_Instructions to follow:_ Your job with the data below is to output exactly the lines from the one holding "created app.py WIP, changes" down to the one holding "# draw grid outline", both included, and no others.

_Data to examine:_
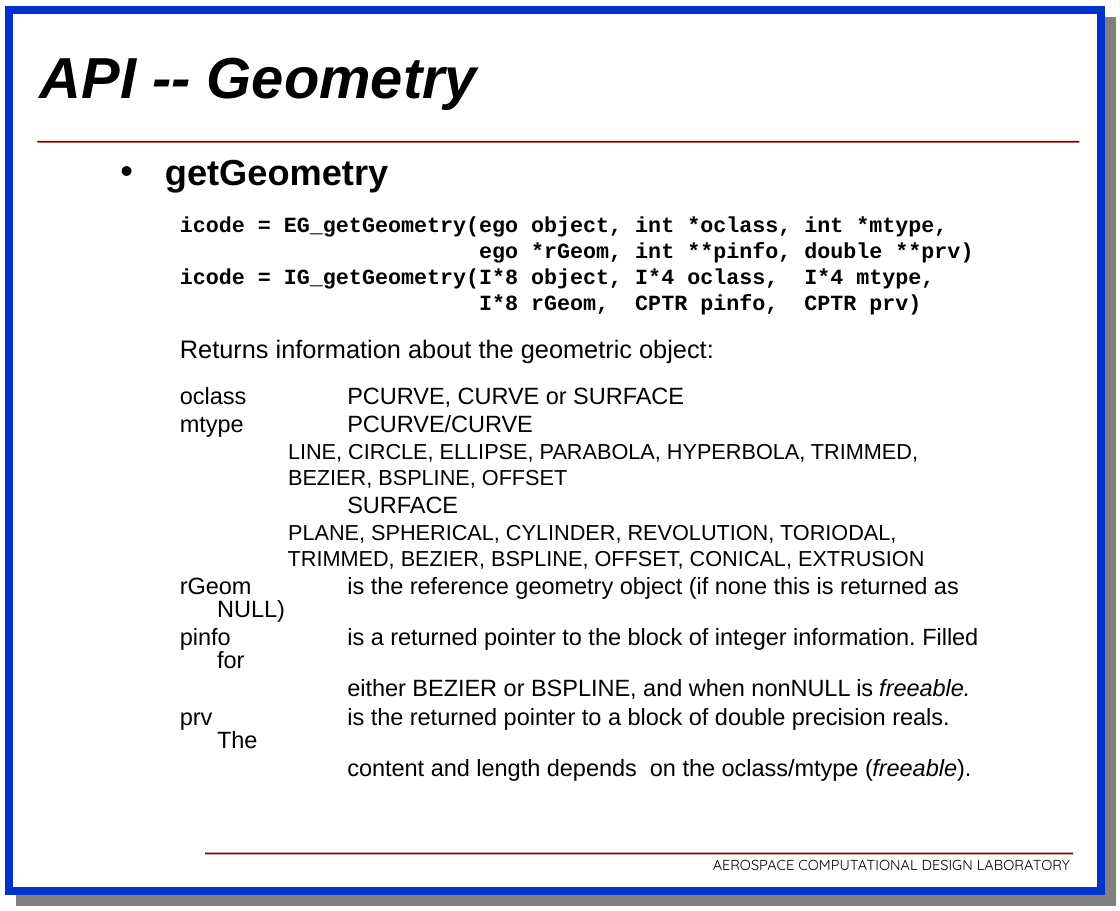
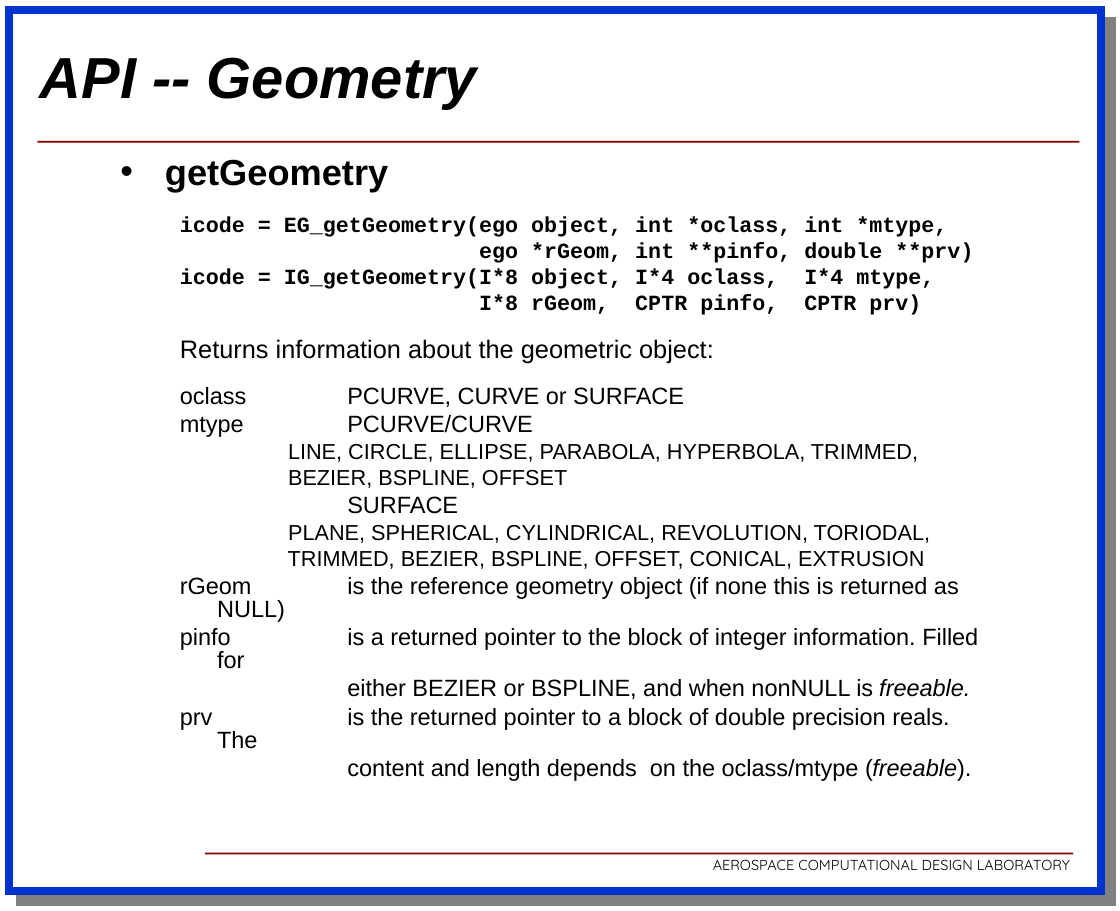
Before and after one commit to OpenMDAO/EGADS, a slide deck: slide 40 of docs/egads.ppt. Drawn at 1120x911 pixels with LibreOffice and Linux fonts; fonts in the diff are those of the drawing; background and template pictures are left out. Boxes give left, top, right and bottom in pixels: in the first picture for what was removed or moved away, otherwise in the second. Text is boxed around its words. In the diff, an @@ line names an element or a change of style, - is before the commit and + after.

```diff
--- a/docs/egads.ppt
+++ b/docs/egads.ppt
@@ text at [288,525,930,543]: text changed @@
-  PLANE, SPHERICAL, CYLINDER, REVOLUTION, TORIODAL,
+  PLANE, SPHERICAL, CYLINDRICAL, REVOLUTION, TORIODAL,
```
Also in this commit, not shown: 3 other slides changed, 1 slide added, 43 other files.
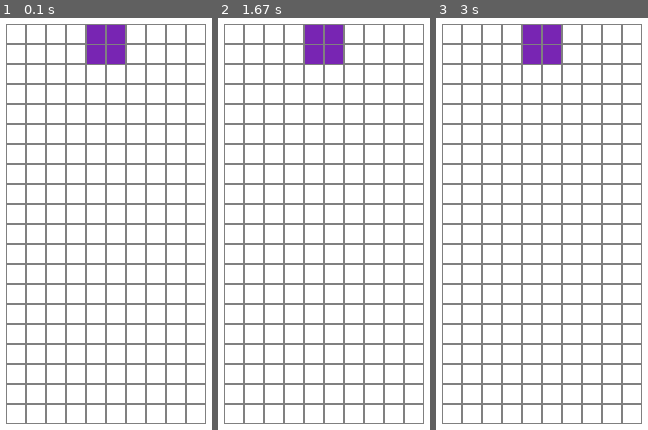
Above: before the commit, frames 1-3 (left to right).
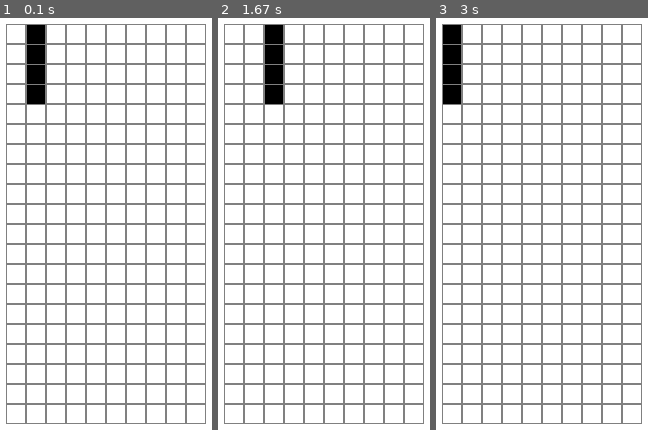
Above: after the commit, the same moments.

Repository: jeffreyperdue/ase-420-team-project
Game: pygame game, started from src/starter_code/tetris_ver1.py
Two runs of this game, one before a commit and one after it. Both use one fixed random seed, a clock stepped at 60 frames per second and the inputs below.
Inputs:
- Up to frame 1 (0.1 s): no input
- Up to frame 2 (1.67 s): hold Right 0.33-0.8 s; hold Up 0.83-1.13 s; hold Right 1.17-1.63 s
- Up to frame 3 (3 s): hold Left 1.67-2.2 s; hold Down 2.23-2.53 s; hold Left 2.57-2.97 s

The runs differ from the first frame. In frame 1, 3.1% of the frame differs, in the area x 12-59%, y 1-21%; in frame 2, 3.1%; in frame 3, 3.1%.

Commit message:
created app.py WIP, changes to pygame_renderer.py

Diff:
--- /dev/null
+++ b/src/app.py
@@ -0,0 +1,18 @@
+from src.game.game import Game
+from src.game.board import Board
+from src.game.piece import Piece
+from src.game.row import Row
+
+def main():
+    # Create board
+    board = Board(lambda: Row(10))  # 10 = WIDTH from constants
+
+    # Create piece generator (you'll need this)
+    # piece_generator = PieceGenerator()
+
+    # Create and run game
+    game = Game(board, piece_generator)
+    game.run()
+
+if __name__ == "__main__":
+    main()
--- a/src/starter_code/tetris_ver1.py
+++ b/src/starter_code/tetris_ver1.py
@@ -12,6 +12,8 @@
 from src.game.board import Board
 # Import Piece class from src/game/piece.py
 from src.game.piece import Piece
+# Import PygameRenderer class from src/view/pygame_renderer.py
+from src.view.pygame_renderer import PygameRenderer
 # Import global constants
 import src.constants as constants
 
@@ -115,7 +117,16 @@
     global State
 
     piece_rows = figure_to_bitboard(image) # Convert figure to bitboard rows
-    GameBoard.place_piece_rows(piece_rows, ShiftX, ShiftY, Color) # Place piece on the board
+
+    #CHANGE
+    # Create a temporary piece to place on the board
+    temp_piece = Piece(ShiftX, ShiftY)
+    temp_piece.type = Type
+    temp_piece.color = Color
+    temp_piece.rotation = Rotation
+    GameBoard.place_piece(temp_piece) # Place piece on the board
+
+
     GameBoard.clear_full_lines() # clear any filled lines
     make_figure(3, 0) # spawn a new piece at top
 
@@ -165,11 +176,18 @@
             # draw grid outline
             pygame.draw.rect(screen, GRAY, [x + zoom * j, y + zoom * i, zoom, zoom], 1)
 
-            # draw filled block if > 0
-            val = GameBoard.get_cell(i, j)
-            if val > 0:
-                pygame.draw.rect(screen, Colors[val],
-                                [x + zoom * j + 1, y + zoom * i + 1, zoom - 2, zoom - 1])
+
+            #CHANGE
+            # draw filled block if occupied
+            if GameBoard.get_cell(i, j):
+                # Get the color from the row
+                row_obj = GameBoard.get_row_object(i)
+                color = row_obj.get_color(j)
+                if color is not None:
+                    pygame.draw.rect(screen, Colors[color],
+                                    [x + zoom * j + 1, y + zoom * i + 1, zoom - 2, zoom - 1])
+
+
 
 def draw_figure(screen, image, startX, startY, shiftX, shiftY, zoom):
     for i in range(4):
@@ -204,7 +222,20 @@
     pressing_down = False
 
     initialize()
+
+
+
     currentPiece = Piece(3, 0)
+    #CHANGE
+    # Sync global variables to piece
+    currentPiece.x = ShiftX
+    currentPiece.y = ShiftY
+    currentPiece.type = Type
+    currentPiece.rotation = Rotation
+    currentPiece.color = Color
+
+
+
     done = False
     level = 1
     while not done:
@@ -217,11 +248,29 @@
             if State == "start":
                 GameBoard.go_down(currentPiece)
 
+
+
+                # Sync global variables to piece after movement
+                #CHANGE
+                currentPiece.x = ShiftX
+                currentPiece.y = ShiftY
+                currentPiece.type = Type
+                currentPiece.rotation = Rotation
+                currentPiece.color = Color
+
+
+
+
         for event in pygame.event.get():
             if event.type == pygame.QUIT:
                 done = True
             if event.type == pygame.KEYDOWN:
                 if event.key == pygame.K_UP:
+                    currentPiece.x = ShiftX
+                    currentPiece.y = ShiftY
+                    currentPiece.type = Type
+                    currentPiece.rotation = Rotation
+                    currentPiece.color = Color
                     GameBoard.rotate(currentPiece)
                 if event.key == pygame.K_LEFT:
                     GameBoard.go_side(-1, currentPiece)
--- a/src/view/pygame_renderer.py
+++ b/src/view/pygame_renderer.py
@@ -1,5 +1,5 @@
 import pygame
-from src.constants import WHITE, GRAY, Colors, CELL_SIZE
+from src.constants import COLORS, CELL_SIZE, WHITE, GRAY
 from src.figures import SHAPES
 
 class PygameRenderer:
@@ -28,12 +28,12 @@
                     if color is not None:
                         pygame.draw.rect(
                             self.screen,
-                            Colors[color],
+                            COLORS[color],
                             [rect[0] + 1, rect[1] + 1, CELL_SIZE - 2, CELL_SIZE - 2]
                         )
 
     def draw_piece(self, piece):
-        color = Colors[piece.color]
+        color = COLORS[piece.color]
         shape = SHAPES[piece.type][piece.rotation]
 
         for grid_position in shape:
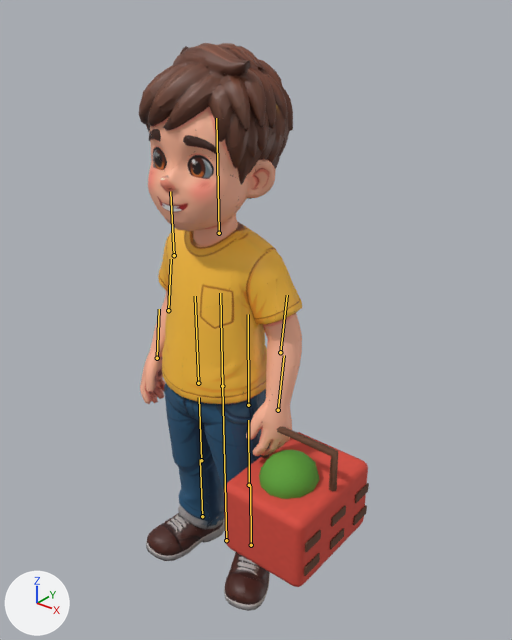
Two versions of the FBX model unity/CheckoutSimulator/Assets/Art/Characters/Meshy/Customer_01.fbx, one commit apart.
Before and after are seen from a camera (50 mm lens) standing at (1.83, -2.05, 2.56) and looking at (0.16, 0.04, 1.27). Arrows for +X, +Y and +Z are at lower left; the lights stay in place. The older version comes first. Both versions are drawn at frame 1 of the action 'Customer_01_Rig|Customer_01_Rig|Walking'; the numbers are the values there. The bones that change, and the others that lie on the model, are drawn over the model as lines.

The first picture shows 'Customer_01_Body', 'Customer_01_Prop'.
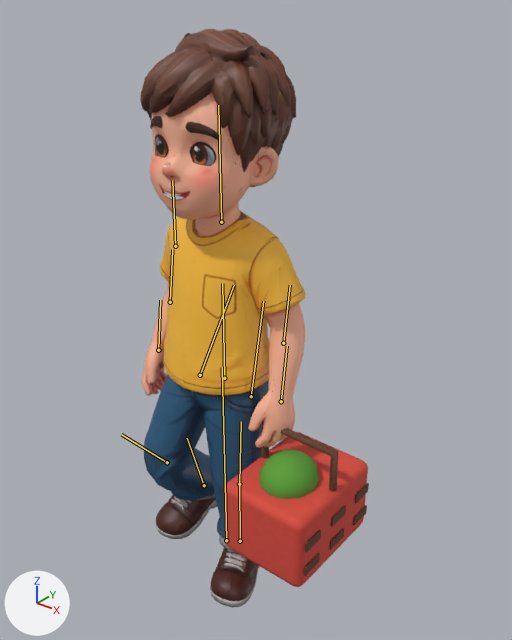
Changed parts and their boxes (x1, y1, x2, y2) in the pictures (512 x 640 px):
'Customer_01_Body', posed
    before: (139, 43, 302, 611)
    after: (140, 29, 305, 607)
bone 'Torso', root to tip
    before: (222, 386) to (220, 293)
    after: (224, 378) to (222, 283)
bone 'Thigh_L', root to tip
    before: (198, 383) to (195, 296)
    after: (200, 375) to (234, 285)
bone 'Shin_L', root to tip
    before: (201, 460) to (199, 397)
    after: (167, 462) to (121, 434)
bone 'Foot_L', root to tip
    before: (202, 516) to (200, 459)
    after: (204, 485) to (187, 438)
bone 'Thigh_R', root to tip
    before: (248, 405) to (248, 314)
    after: (251, 396) to (263, 301)
bone 'Shin_R', root to tip
    before: (249, 485) to (248, 420)
    after: (239, 484) to (241, 421)
bone 'Foot_R', root to tip
    before: (251, 545) to (250, 486)
    after: (240, 541) to (239, 481)

The change in detail:
Bone 'Torso' (bone_torso) moves from (0.0, -0.054, 0.0) to (0.014, -0.006, 0.0).
Bone 'Thigh_L' (bone_thigh_l) turns from (0, 0, 0) to (-28, 1, -6) degrees about its own x, y and z.
Bone 'Shin_L' (bone_shin_l) turns from (0, 0, 0) to (68, -6, 7) degrees about its own x, y and z.
Bone 'Foot_L' (bone_foot_l) turns from (0, 0, 0) to (-23, 7, -7) degrees about its own x, y and z.
Bone 'Thigh_R' (bone_thigh_r) turns from (0, 0, 0) to (-9, 1, -1) degrees about its own x, y and z.
Bone 'Shin_R' (bone_shin_r) turns from (0, 0, 0) to (12, 0, -2) degrees about its own x, y and z.
Bone 'Foot_R' (bone_foot_r) turns from (0, 0, 0) to (-3, -4, 4) degrees about its own x, y and z.

_Output for this exercise:_
created app.py WIP, changes to pygame_renderer.py

Diff:
--- /dev/null
+++ b/src/app.py
@@ -0,0 +1,18 @@
+from src.game.game import Game
+from src.game.board import Board
+from src.game.piece import Piece
+from src.game.row import Row
+
+def main():
+    # Create board
+    board = Board(lambda: Row(10))  # 10 = WIDTH from constants
+
+    # Create piece generator (you'll need this)
+    # piece_generator = PieceGenerator()
+
+    # Create and run game
+    game = Game(board, piece_generator)
+    game.run()
+
+if __name__ == "__main__":
+    main()
--- a/src/starter_code/tetris_ver1.py
+++ b/src/starter_code/tetris_ver1.py
@@ -12,6 +12,8 @@
 from src.game.board import Board
 # Import Piece class from src/game/piece.py
 from src.game.piece import Piece
+# Import PygameRenderer class from src/view/pygame_renderer.py
+from src.view.pygame_renderer import PygameRenderer
 # Import global constants
 import src.constants as constants
 
@@ -115,7 +117,16 @@
     global State
 
     piece_rows = figure_to_bitboard(image) # Convert figure to bitboard rows
-    GameBoard.place_piece_rows(piece_rows, ShiftX, ShiftY, Color) # Place piece on the board
+
+    #CHANGE
+    # Create a temporary piece to place on the board
+    temp_piece = Piece(ShiftX, ShiftY)
+    temp_piece.type = Type
+    temp_piece.color = Color
+    temp_piece.rotation = Rotation
+    GameBoard.place_piece(temp_piece) # Place piece on the board
+
+
     GameBoard.clear_full_lines() # clear any filled lines
     make_figure(3, 0) # spawn a new piece at top
 
@@ -165,11 +176,18 @@
             # draw grid outline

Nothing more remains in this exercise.